Les services marocains ont décidément la bougeotte : après la France et l’affaire Hammouchi en 2014, c’est désormais aux Pays-Bas que le renseignement chérifien se retrouve à la barre. À Rotterdam, un procès digne d’un roman d’espionnage se déroule, sauf que cette fois les barbouzes ont troqué le trench-coat pour la djellaba.
Dans le rôle du taupe de service : Abderrahim El M., sexagénaire à l’allure tranquille, ancien étudiant en philosophie reconverti en traducteur, puis analyste principal au sein de la Coordination nationale pour la lutte contre le terrorisme (NCTV). Traduction : il avait un badge en or pour accéder aux documents les plus sensibles sur la radicalisation, les enquêtes policières et les opérations secrètes. Exactement le genre de coffres-forts où les services marocains adorent faire leur marché.
Selon le quotidien néerlandais NRC Handelsblad, Abderrahim El M. aurait nourri la DGED (la Direction générale des études et de la documentation, autrement dit le contre-espionnage marocain) avec des cargaisons entières de documents classifiés. Bilan des courses : 928 fichiers secrets retrouvés chez lui, représentant un poids numérique faramineux de 46 téraoctets. Autant dire que ce n’était plus une fuite, mais un Niagara.
Mis sous surveillance deux ans durant, le « philosophe-espion » a été cueilli à l’aéroport de Schiphol en octobre 2023, alors qu’il s’apprêtait à filer au Maroc avec des données cryptées dans ses bagages. Pour l’aider dans son trafic, une policière locale aurait même mis la main à la pâte. Comme souvent dans les grandes affaires d’espionnage, le patriotisme se conjugue avec un brin de romantisme… ou de naïveté.
Emprisonné vingt mois, Abderrahim El M. comparaît aujourd’hui libre. Mais l’affaire fait grand bruit, au point que le tribunal de Rotterdam a déjà entendu Dick Schoof, actuel Premier ministre néerlandais et ancien patron de la NCTV, ainsi que son successeur. Preuve que les juges n’entendent pas classer l’affaire au rayon anecdote.
Mieux encore : la justice néerlandaise réclame la présence de Yassine Mansouri, le patron de la DGED, ainsi que de trois de ses collaborateurs. Autant convoquer James Bond au tribunal de La Haye. Les observateurs, toutefois, n’y croient pas une seconde : Mansouri et ses lieutenants ne risquent pas de se présenter en civil devant les juges bataves.

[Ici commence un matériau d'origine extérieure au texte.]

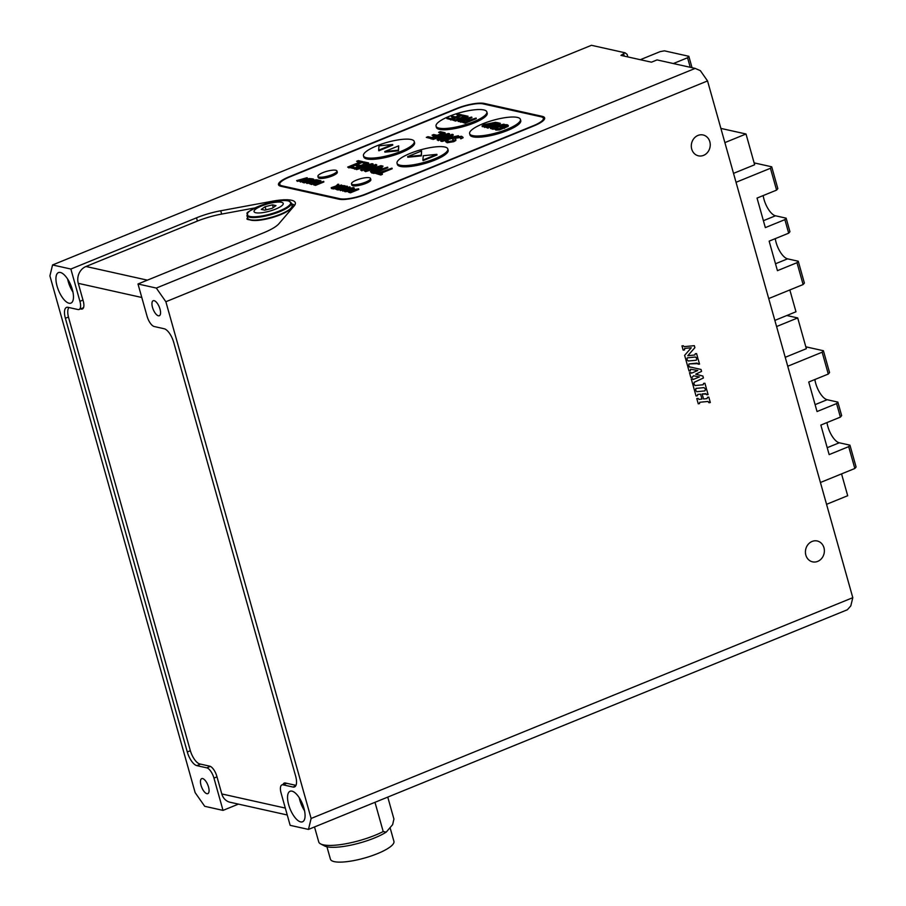 <?xml version="1.0" encoding="UTF-8"?>
<svg xmlns="http://www.w3.org/2000/svg" width="906" height="906" viewBox="0 0 906 906"><rect width="100%" height="100%" fill="white"/><g stroke="black" fill="none" stroke-linecap="round" stroke-linejoin="round"><path stroke-width="1.36" d="M693.962 383.736L692.66 383.906L691.221 378.81L693.35 379.444L699.398 376.941L693.543 375.775L692.139 377.292L690.802 377.338L689.477 372.604L691.606 373.147L697.779 370.475L690.508 369.24L690.327 370.871L689.013 370.962L687.745 366.454L701.029 369.455L701.572 371.392L695.74 374.201L702.886 376.047L703.43 377.995L694.189 382.321L693.996 383.736L692.66 383.918M701.006 369.444L701.55 371.392L695.717 374.201L702.852 376.035L703.407 377.983L694.155 382.309L693.996 383.736M697.779 370.475L690.474 369.229L690.361 370.871L689.013 370.973M692.546 378.708L693.373 379.455M689.081 366.296L689.942 367.236M699.364 376.93L693.577 375.786L692.173 377.304L690.814 377.338M690.836 372.502L691.606 373.147M694.279 384.891L695.162 385.537L703.192 384.767L703.588 383.385L704.913 383.261L706.42 388.617L705.083 388.685L703.996 387.609L695.899 388.425L695.717 389.942L694.392 390.078L692.852 384.597L694.279 384.891M703.962 387.609L695.876 388.425L695.717 389.942L694.392 390.09M704.879 383.261L706.42 388.617L705.083 388.697M694.166 384.416L695.162 385.537M688.186 360.984L696.284 360.248L696.669 358.833L698.016 358.742L699.534 364.11L698.198 364.189L697.088 363.102L689.013 363.929L688.832 365.412L687.495 365.582L685.955 360.09L687.258 359.897L688.186 360.984L687.224 359.897M698.05 363.623L688.979 363.918L688.832 365.412M688.798 365.412L687.495 365.571M697.994 358.753L699.534 364.11M699.5 364.099L698.198 364.178M691.233 347.779L684.63 348.391L684.506 349.954L683.158 350.112L681.958 345.888L683.294 345.741L684.143 346.647L694.347 345.673L694.868 347.632L687.801 355.718L694.834 354.993L695.287 353.725L696.567 353.578L697.745 357.859L696.442 358.017L695.4 357.021L687.303 357.87L686.997 358.98L685.706 359.184L684.619 355.345L691.255 347.791L684.664 348.402L684.506 349.954L683.158 350.124M696.272 357.564L695.366 357.009L687.269 357.859L687.02 358.991L685.706 359.195M695.366 357.009L696.306 357.564M694.347 345.673L694.902 347.644L687.835 355.718M696.567 353.578L697.779 357.859L696.442 358.029M699.545 403.589L698.254 403.816L696.771 398.538L698.05 398.346L698.979 399.399L701.946 399.07L700.565 394.155L697.711 394.472L697.326 395.786L696.046 396.001L694.596 390.814L695.91 390.645L696.827 391.698L704.913 390.882L705.332 389.614L706.703 389.625L708.107 394.608L706.782 394.756L705.683 393.623L702.127 393.951L703.577 398.98L707.088 398.595L707.495 397.27L708.809 397.145L710.327 402.513L709.024 402.762L707.858 401.46L699.749 402.264L699.511 403.578L699.783 402.264L707.892 401.471L708.798 402.015M699.511 403.578L698.243 403.804M708.786 397.145L710.327 402.513L709.013 402.751M703.543 398.98L702.127 393.951L706.612 394.167M706.68 389.625L708.107 394.608L706.782 394.744M695.876 390.633L696.827 391.698M700.565 394.155L697.688 394.461L697.36 395.797L696.046 395.99M698.016 398.334L698.979 399.399M690.247 67.304L687.563 57.758L688.832 56.285L664.415 50.838L660.1 51.642L640.316 59.705M687.563 57.758L673.362 63.545M692.037 67.701L688.832 56.285M695.185 68.403L700.372 70.679L707.541 80.928L852.795 597.677L311.12 818.469L165.866 301.732L156.308 288.063L695.185 68.403L657.043 59.909L651.459 62.186L620.95 55.391L625.004 52.775L627.133 54.371L627.858 56.931M812.093 541.448A10.691 9.411 -77.4 0 1 817.223 540.984A10.691 9.411 -77.4 0 1 824.086 553.464A10.691 9.411 -77.4 0 1 812.569 561.845A10.691 9.411 -77.4 0 1 805.423 552.264A10.691 9.411 -77.4 0 1 812.093 541.448M697.971 135.436A10.691 9.411 -77.4 0 1 703.09 134.971A10.691 9.411 -77.4 0 1 709.953 147.451A10.691 9.411 -77.4 0 1 698.447 155.832A10.691 9.411 -77.4 0 1 691.301 146.251A10.691 9.411 -77.4 0 1 697.971 135.436M623.736 54.258L624.268 56.127M852.795 597.677L850.813 605.888L847.359 609.761L308.47 829.42L311.12 818.469M82.99 300.09L79.932 301.336L70.861 269.037L52.548 264.96L591.437 45.3L625.004 52.775M707.541 80.928L165.866 301.732M70.861 269.037L196.511 217.825A32.967 8.143 164.3 0 1 220.724 210.77L272.536 201.189A32.967 8.143 164.3 0 1 295.322 202.718A32.967 8.143 164.3 0 1 294.11 205.99L278.912 223.725A32.967 8.143 164.3 0 1 263.646 232.774L137.995 283.986L147.078 316.285A9.887 3.998 67.8 0 0 154.246 326.534L164.156 328.742A13.194 5.334 -112.2 0 1 173.726 342.4L295.628 776.102A13.194 5.334 -112.2 0 1 294.507 786.952A13.194 5.334 -112.2 0 1 292.989 787.042L283.068 784.834L286.772 783.328M238.425 804.109L223.023 810.383L213.952 778.095L216.998 776.85M158.38 315.798A8.109 3.284 67.8 0 1 152.831 308.436A8.109 3.284 67.8 0 1 153.193 300.724A8.109 3.284 67.8 0 1 159.286 306.998A8.109 3.284 67.8 0 1 159.309 315.741A8.109 3.284 67.8 0 1 158.38 315.798M202.638 778.571A8.109 3.284 67.8 0 1 208.199 785.932A8.109 3.284 67.8 0 1 207.825 793.645A8.109 3.284 67.8 0 1 201.732 787.371A8.109 3.284 67.8 0 1 201.71 778.628A8.109 3.284 67.8 0 1 202.638 778.571M156.308 288.063L137.995 283.986M542.184 116.342A21.098 5.21 164.3 0 1 544.631 117.916A21.098 5.21 164.3 0 1 534.087 125.809L366.556 194.088A21.098 5.21 164.3 0 1 338.923 199.207L280.939 186.285A21.098 5.21 164.3 0 1 278.493 184.711A21.098 5.21 164.3 0 1 289.048 176.829L456.579 108.539A21.098 5.21 164.3 0 1 484.212 103.431L542.184 116.342L542.456 117.282M223.023 810.383L204.722 806.306L195.152 792.648L49.909 275.9L52.548 264.96M190.351 750.723L187.293 751.969L65.391 318.278L68.448 317.032M79.932 301.336A9.887 3.998 67.8 0 1 79.094 309.478A9.887 3.998 67.8 0 1 77.95 309.535L68.041 307.327A13.194 5.334 -112.2 0 0 66.512 307.417A13.194 5.334 -112.2 0 0 65.391 318.278M187.293 751.969A13.194 5.334 -112.2 0 0 196.862 765.638L200.566 764.12M210.351 766.385L206.772 767.846L196.862 765.638M206.772 767.846A9.887 3.998 67.8 0 1 213.952 778.095M283.068 784.834A9.887 3.998 67.8 0 0 281.925 784.902A9.887 3.998 67.8 0 0 281.087 793.044L290.158 825.343L308.47 829.42M300.633 821.901A16.489 6.67 67.8 0 1 289.342 806.94A16.489 6.67 67.8 0 1 290.09 791.255A16.489 6.67 67.8 0 1 302.491 804.007A16.489 6.67 67.8 0 1 302.536 821.787A16.489 6.67 67.8 0 1 300.633 821.901M69.026 303.227A16.489 6.67 67.8 0 1 57.735 288.267A16.489 6.67 67.8 0 1 58.482 272.581A16.489 6.67 67.8 0 1 70.883 285.333A16.489 6.67 67.8 0 1 70.928 303.114A16.489 6.67 67.8 0 1 69.026 303.227M299.24 797.722A16.489 6.67 -112.2 0 0 304.563 810.779M67.633 279.048A16.489 6.67 -112.2 0 0 72.956 292.106M296.002 785.298A13.194 5.334 67.8 0 1 295.299 785.219L285.379 783.01A9.887 3.998 -112.2 0 0 284.246 783.078A9.887 3.998 -112.2 0 0 283.08 784.437M80.464 308.912L81.223 309.082A9.887 3.998 -112.2 0 0 82.367 309.014A9.887 3.998 -112.2 0 0 83.205 300.883L78.278 283.34A13.194 11.608 -77.4 0 1 85.991 266.489L197.123 221.189A32.967 8.143 -15.7 0 1 221.336 214.144L254.96 207.916M287.247 814.981L230.101 802.263A13.194 11.608 -77.4 0 1 221.8 793.939L216.874 776.408A9.887 3.998 -112.2 0 0 209.705 766.159L199.784 763.951A13.194 5.334 67.8 0 1 190.226 750.281L68.663 317.825A13.194 5.334 67.8 0 1 68.969 307.542M294.586 205.39A32.967 8.143 -15.7 0 0 291.596 203.873M353.714 190.838L349.784 191.868M340.033 198.742L282.06 185.832A19.785 4.881 164.3 0 1 279.761 184.36A19.785 4.881 164.3 0 1 289.66 176.964L457.179 108.675A19.785 4.881 164.3 0 1 483.091 103.884L541.075 116.806A19.785 4.881 164.3 0 1 543.362 118.278A19.785 4.881 164.3 0 1 533.475 125.674L365.945 193.952A19.785 4.881 164.3 0 1 340.033 198.742L340.226 199.411M410.214 153.386A26.376 6.512 -15.7 0 0 397.021 163.239A26.376 6.512 -15.7 0 0 424.178 162.378A26.376 6.512 -15.7 0 0 447.813 148.969A26.376 6.512 -15.7 0 0 410.214 153.386M436.851 154.337L437.032 154.96L423.068 160.645L422.898 160.034L436.851 154.337L423.272 155.719L422.898 160.034M421.596 150.94L421.392 155.877L407.813 157.248L407.632 156.636L421.222 155.254L421.596 150.94L407.632 156.636M447.813 148.969L448.153 150.192A26.376 6.512 164.3 0 1 424.529 163.601A26.376 6.512 164.3 0 1 397.372 164.473L397.021 163.239M376.647 145.911A26.376 6.512 -15.7 0 0 363.453 155.764A26.376 6.512 -15.7 0 0 390.611 154.903A26.376 6.512 -15.7 0 0 414.246 141.483A26.376 6.512 -15.7 0 0 376.647 145.911M398.708 145.843L398.504 150.781L384.925 152.151L384.744 151.54L398.334 150.158L398.708 145.843L384.744 151.54M392.604 144.484L392.774 145.096L378.821 150.792L378.64 150.181L392.604 144.484L379.014 145.855L378.64 150.181M414.246 141.483L414.586 142.718A26.376 6.512 164.3 0 1 390.962 156.126A26.376 6.512 164.3 0 1 363.804 156.998L363.453 155.764M489.07 124.813L483.827 126.183M482.807 123.794A26.376 6.512 -15.7 0 0 469.625 133.646A26.376 6.512 -15.7 0 0 496.782 132.786A26.376 6.512 -15.7 0 0 520.406 119.377A26.376 6.512 -15.7 0 0 482.807 123.794M520.406 119.377L520.757 120.6A26.376 6.512 164.3 0 1 497.122 134.009A26.376 6.512 164.3 0 1 469.965 134.881L469.625 133.646M449.24 116.319A26.376 6.512 -15.7 0 0 436.058 126.172A26.376 6.512 -15.7 0 0 463.204 125.311A26.376 6.512 -15.7 0 0 486.839 111.902A26.376 6.512 -15.7 0 0 449.24 116.319M476.126 118.063L476.296 118.675L465.129 123.227L461.301 121.8L464.959 122.616L476.126 118.063L469.942 120.068L467.213 119.467L465.899 120L468.617 120.611L465.469 121.891L462.626 121.257L461.301 121.8M467.7 120.985L465.899 120M458.787 115.606L456.692 114.564L459.693 115.232L455.548 116.919L452.751 116.296L451.426 116.84L454.234 117.463L451.177 118.709L448.164 118.04L446.839 118.573L450.667 119.422L461.834 114.869L458.017 114.02L456.692 114.564M461.426 115.719L453.068 119.128M451.584 119.739L446.839 118.573M453.317 117.837L451.426 116.84M461.358 122.004L458.21 121.313L460.576 121.631L471.743 117.078L465.559 118.505L468.074 116.262L467.02 116.036L464.336 118.493L459.795 119.547L458.04 120.702L459.002 121.291L458.04 120.702M468.074 116.262L466.25 118.663M471.743 117.078L471.924 117.701L467.462 119.513M465.933 120.136L462.989 121.336M463.487 116.659L461.403 115.617L464.404 116.285L460.259 117.973L456.137 117.882L458.934 118.505L455.877 119.762L452.875 119.082L451.55 119.626L455.367 120.475L466.533 115.923L462.717 115.073L461.403 115.617M466.273 116.715L455.548 121.087L451.55 119.626M458.028 118.879L456.137 117.882M486.839 111.902L487.19 113.125A26.376 6.512 164.3 0 1 463.555 126.534A26.376 6.512 164.3 0 1 436.398 127.406L436.058 126.172M322.842 172.65A9.887 2.446 -15.7 0 0 317.904 176.342A9.887 2.446 -15.7 0 0 328.085 176.013A9.887 2.446 -15.7 0 0 336.941 170.985A9.887 2.446 -15.7 0 0 322.842 172.65M336.941 170.985L337.292 172.219A9.887 2.446 164.3 0 1 328.425 177.248A9.887 2.446 164.3 0 1 318.244 177.576L317.904 176.342M356.409 180.124A9.887 2.446 -15.7 0 0 351.471 183.816A9.887 2.446 -15.7 0 0 361.653 183.488A9.887 2.446 -15.7 0 0 370.509 178.459A9.887 2.446 -15.7 0 0 356.409 180.124M370.509 178.459L370.86 179.694A9.887 2.446 164.3 0 1 361.992 184.722A9.887 2.446 164.3 0 1 351.811 185.051L351.471 183.816M352.785 188.561L345.843 190.747M336.273 187.066L332.604 188.063M310.622 179.626L305.481 180.521L303.465 181.778M318.459 183.454L314.801 184.439M441.46 133.567L438.617 132.355L442.377 133.193L437.19 135.3L433.68 134.518L432.037 135.198L435.537 135.979L431.72 137.531L427.96 136.693L426.307 137.372L431.075 138.437L445.039 132.74L440.259 131.676L438.617 132.355M445.039 132.74L445.208 133.363L434.065 137.905M431.868 138.799L426.307 137.372M434.62 136.353L432.037 135.198M358.64 188.788L358.81 189.399L350.429 192.819L348.606 192.083L349.286 192.559L349.116 191.947L350.26 192.208L358.64 188.788L349.897 190.532L348.436 191.472L349.116 191.947L348.436 191.472M342.525 186.398L341.177 185.526L343.431 186.024L340.328 187.293L337.236 187.225L339.331 187.701L337.043 188.629L333.793 188.539L336.658 189.173L345.039 185.764L341.177 185.526M345.039 185.764L345.209 186.376L341.698 187.802M337.292 189.603L333.793 188.539M338.425 188.074L337.236 187.225M348.47 191.393L345.027 191.721L344.676 190.928M353.748 188.165L354.087 188.958L352.83 189.762M316.058 180.69L313.148 181.596M313.17 182.797L311.981 181.959L314.088 182.423L311.8 183.363L308.55 183.261L311.415 183.895L319.784 180.487L316.919 179.852L315.934 180.249L318.187 180.758L315.084 182.015L312.978 181.551L306.998 183.499L306.081 182.718L316.749 179.807L311.63 180.147L312.91 178.958L306.081 182.718M313.555 179.094L312.559 180.351M344.144 189.343L340.43 190.588L339.637 189.841L348.108 187.349L342.717 190.52L349.92 186.851L341.392 189.331L346.726 186.138L337.202 189.297L345.741 186.772L339.637 189.841M341.732 188.788L337.972 190.045L337.202 189.297M347.417 186.285L347.587 186.908L345.526 187.95M349.92 186.851L350.101 187.463L347.768 188.652M347.632 191.585L347.451 190.973L353.918 188.346L353.578 187.553L347.191 188.878L342.887 191.132L342.083 190.385M310.022 180.543L304.28 182.887L302.264 182.015L303.238 182.65L303.057 182.038L312.479 178.856L309.139 178.539L304.688 179.762L302.083 181.404L303.057 182.038L302.083 181.404M333.861 188.776L331.279 187.893M338.753 184.36L337.553 186.194L336.862 186.036L338.753 184.36L337.961 184.178L335.945 186.036L331.222 187.689L332.117 188.742L331.392 188.301M341.245 185.764L338.493 186.885M337.27 187.383L335.209 188.221M307.157 177.678L307.338 178.289L300.509 182.049L299.66 181.279L307.157 177.678L296.624 180.611L302.162 179.513L299.66 181.279M300.701 180.543L297.451 181.37L296.624 180.611M320.939 180.747L319.75 182.582L319.059 182.423L320.939 180.747L320.146 180.566L318.131 182.412L313.419 184.065L314.133 184.507L315.322 184.767L323.691 181.359L323.872 181.97L315.492 185.379L313.476 184.269M313.419 184.065L314.314 185.118L313.589 184.677M387.632 167.168L381.064 169.207L379.908 168.946L383.045 166.149L380.928 165.673L376.33 167.112L373.419 166.466L376.624 164.711L375.56 164.473L364.167 170.736L365.412 171.019L381.539 166.024L378.368 168.935L372.694 170.249L370.509 171.687L371.709 172.423L373.68 172.853L387.632 167.168L387.813 167.78L376.42 172.423M374.495 173.205L371.879 173.035L370.509 171.687M380.441 167.032L365.594 171.63L364.167 170.736M376.624 164.711L376.794 165.334L374.337 166.67M383.045 166.149L380.599 169.105M317.27 181.121L315.934 180.249M319.252 181.393L315.492 182.921M314.088 183.488L311.585 184.518L308.55 183.261M367.27 166.285L356.545 169.615L355.345 168.776L370.078 164.745L360.599 169.943L361.687 170.192L373.023 163.918L371.924 163.669L355.345 168.776M373.023 163.918L373.193 164.53L361.856 170.804L360.599 169.943M391.981 168.131L378.663 172.933L376.103 172.355L374.45 173.035L380.577 174.394L382.23 173.726L379.671 173.148L391.981 168.131L392.151 168.754L380.758 173.397M382.23 173.726L382.411 174.337L380.758 175.017L374.45 173.035M359.104 162.434L356.613 161.302L360.022 162.061L347.711 167.078L362.683 161.608L358.266 160.622L356.613 161.302M362.683 161.608L362.853 162.231L348.901 167.916L347.711 167.078M364.993 163.737L362.151 162.536L365.911 163.374L360.724 165.481L357.213 164.699L355.571 165.379L359.07 166.149L355.243 167.712L351.494 166.874L349.841 167.553L354.608 168.607L368.572 162.921L363.793 161.857L362.151 162.536M368.572 162.921L368.742 163.533L357.598 168.074M355.401 168.98L349.841 167.553M358.153 166.523L355.571 165.379M453.532 137.905L442.06 141.461L440.803 141.177L440.633 140.566L441.879 140.838L458.413 135.719L452.796 136.931L449.886 136.285L453.091 134.541L452.026 134.303L440.633 140.566M453.091 134.541L453.272 135.153L450.803 136.489M448.515 141.461L447.836 140.351L445.616 141.257L446.986 142.129L453.544 141.076L455.571 139.943L454.801 138.584L455.99 137.508L460.022 136.942L460.644 138.21L462.977 137.27L461.562 136.262L454.642 137.395L452.638 139.162L453.464 139.807L452.298 140.917L448.515 141.461L447.915 140.373L447.949 141.234M453.646 140.43L452.694 139.365M463.113 137.757L460.814 138.833L460.203 137.553L456.171 138.12L454.971 139.207M455.718 139.773L455.741 140.555L453.713 141.687L447.156 142.752L445.65 141.381M445.616 141.257L445.786 141.868M443.736 136.115L433.011 139.445L431.811 138.595L446.545 134.575L437.066 139.773L438.153 140.011L449.489 133.737L448.391 133.488L431.811 138.595M449.489 133.737L449.659 134.348L438.334 140.623L437.066 139.773M378.799 170.26L372.694 171.902M373.385 168.029L369.75 169.162M449.852 137.848L446.216 138.98M433.011 139.445L432.841 138.822M438.334 140.623L438.153 140.011M455.741 140.555L455.537 139.15M460.203 137.553L460.746 138.811M460.814 138.833L460.644 138.21M448.572 136.987L450.928 137.519L443.181 139.932L448.572 136.987L448.753 137.61M458.572 136.296L458.413 135.719M442.06 141.461L441.879 140.838M354.778 169.229L354.608 168.607M348.901 167.916L348.719 167.304M380.758 175.017L380.577 174.394M356.545 169.615L356.375 169.003M361.856 170.804L361.687 170.192M311.585 184.518L311.415 183.895M372.106 167.168L374.461 167.689L366.715 170.113L372.106 167.168L372.287 167.78M373.895 170.43L379.523 169.841L374.269 171.981L372.525 171.291L373.895 170.43L374.076 171.041M373.261 171.755L372.581 171.494M373.85 173.476L373.68 172.853M365.594 171.63L365.412 171.019M376.703 170.237L376.522 169.626M315.492 185.379L315.322 184.767M323.691 181.359L319.75 182.582M314.665 183.952L318.821 182.955L315.073 184.111M317.202 183.442L317.032 182.831M297.451 181.37L297.27 180.747M303.748 179.75L303.567 179.139M300.509 182.049L300.328 181.427M331.222 187.689L333.125 188.391L341.505 184.971L337.564 186.194M333.295 189.003L333.125 188.391M332.468 187.565L336.636 186.579L332.876 187.723M335.005 187.066L334.835 186.443M305.311 179.909L310.905 179.116L304.461 181.744L303.284 181.166L305.311 179.909L305.481 180.521M303.997 181.642L303.34 181.359M308.799 179.569L308.618 178.958M304.28 182.887L304.099 182.276M342.887 191.132L342.717 190.52M337.972 190.045L337.802 189.422M340.43 190.588L340.26 189.977M310.849 180.566L312.264 180.883L307.61 182.333L310.849 180.566L311.018 181.189M306.998 183.499L306.828 182.876M354.087 188.958L353.578 187.553M352.615 187.938L350.599 189.637L345.809 190.713L347.825 189.014L352.966 188.154M345.027 191.721L344.507 190.317L344.846 191.109L347.451 190.973M336.828 189.784L336.658 189.173M350.429 192.819L350.26 192.208M349.648 191.393L352.06 190.203L353.952 190.317L350.112 191.562M352.23 190.826L352.06 190.203M431.245 139.048L431.075 138.437M464.71 119.671L459.829 120.996M496.998 126.738L492.105 128.063M485.537 127.112L482.264 126.478L484.517 126.84L495.684 122.287L484.031 124.609L482.083 125.866L482.989 126.5L482.083 125.866M495.571 123.023L486.749 126.625M498.266 124.054L489.081 127.304M489.025 127.123L488.062 128.21L485.525 127.067L487.892 127.587L499.059 123.035L496.692 122.514L485.525 127.067M494.665 128.652L493.034 129.309L490.497 128.38L492.853 128.697L504.03 124.145L497.847 125.572L500.361 123.329L499.308 123.091L496.613 125.56L492.071 126.614L490.316 127.769L491.29 128.346L490.316 127.769M500.361 123.329L498.538 125.719M499.433 126.704L496.499 127.905M506.488 126.693L506.205 125.877L504.585 125.753L502.615 126.557M502.943 126.625L501.811 127.769L499.421 126.67L501.641 127.157L502.943 126.625L501.528 126.308L504.416 125.13L506.035 125.266L506.318 126.081L503.487 127.587L497.077 128.958L496.454 127.893L494.665 128.618L495.695 129.456L499.342 129.309L507.938 125.798L507.292 124.734L504.302 124.677L499.421 126.67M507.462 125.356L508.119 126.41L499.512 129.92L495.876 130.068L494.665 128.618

Ce n’est pas la première fois qu’un haut gradé du renseignement marocain est rattrapé par la justice européenne. En 2014, Abdelatif Hammouchi, patron de la DST et de la police marocaine, avait déjà failli se faire embarquer par la police française à Paris. À ce rythme, il va falloir songer à installer un guichet unique pour les convocations judiciaires de Rabat.